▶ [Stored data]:

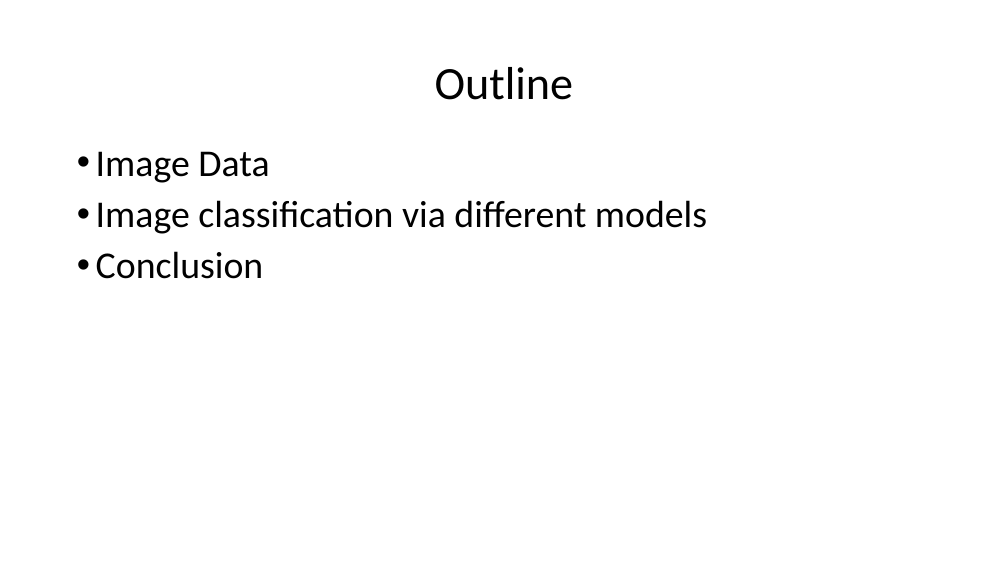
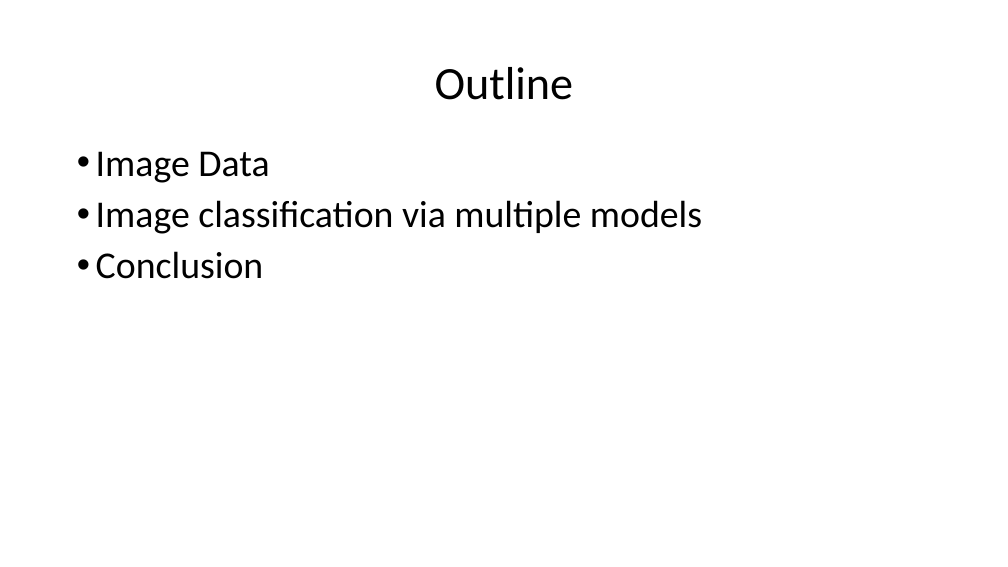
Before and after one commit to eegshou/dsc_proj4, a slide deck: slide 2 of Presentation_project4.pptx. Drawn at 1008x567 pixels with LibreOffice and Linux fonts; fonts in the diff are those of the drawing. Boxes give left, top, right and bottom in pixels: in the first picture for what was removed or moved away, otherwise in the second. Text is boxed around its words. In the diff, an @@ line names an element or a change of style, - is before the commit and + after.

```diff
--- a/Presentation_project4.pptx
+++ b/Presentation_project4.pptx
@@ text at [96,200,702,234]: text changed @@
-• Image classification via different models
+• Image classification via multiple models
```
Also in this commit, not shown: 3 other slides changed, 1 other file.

▶ [INSTRUCTIONS FOR THE TASK]: Repeat the records exactly but leave out the images.

▶ [SOLUTION TO THIS TASK]:
Before and after one commit to eegshou/dsc_proj4, a slide deck: slide 2 of Presentation_project4.pptx. Drawn at 1008x567 pixels with LibreOffice and Linux fonts; fonts in the diff are those of the drawing. Boxes give left, top, right and bottom in pixels: in the first picture for what was removed or moved away, otherwise in the second. Text is boxed around its words. In the diff, an @@ line names an element or a change of style, - is before the commit and + after.

```diff
--- a/Presentation_project4.pptx
+++ b/Presentation_project4.pptx
@@ text at [96,200,702,234]: text changed @@
-• Image classification via different models
+• Image classification via multiple models
```
Also in this commit, not shown: 3 other slides changed, 1 other file.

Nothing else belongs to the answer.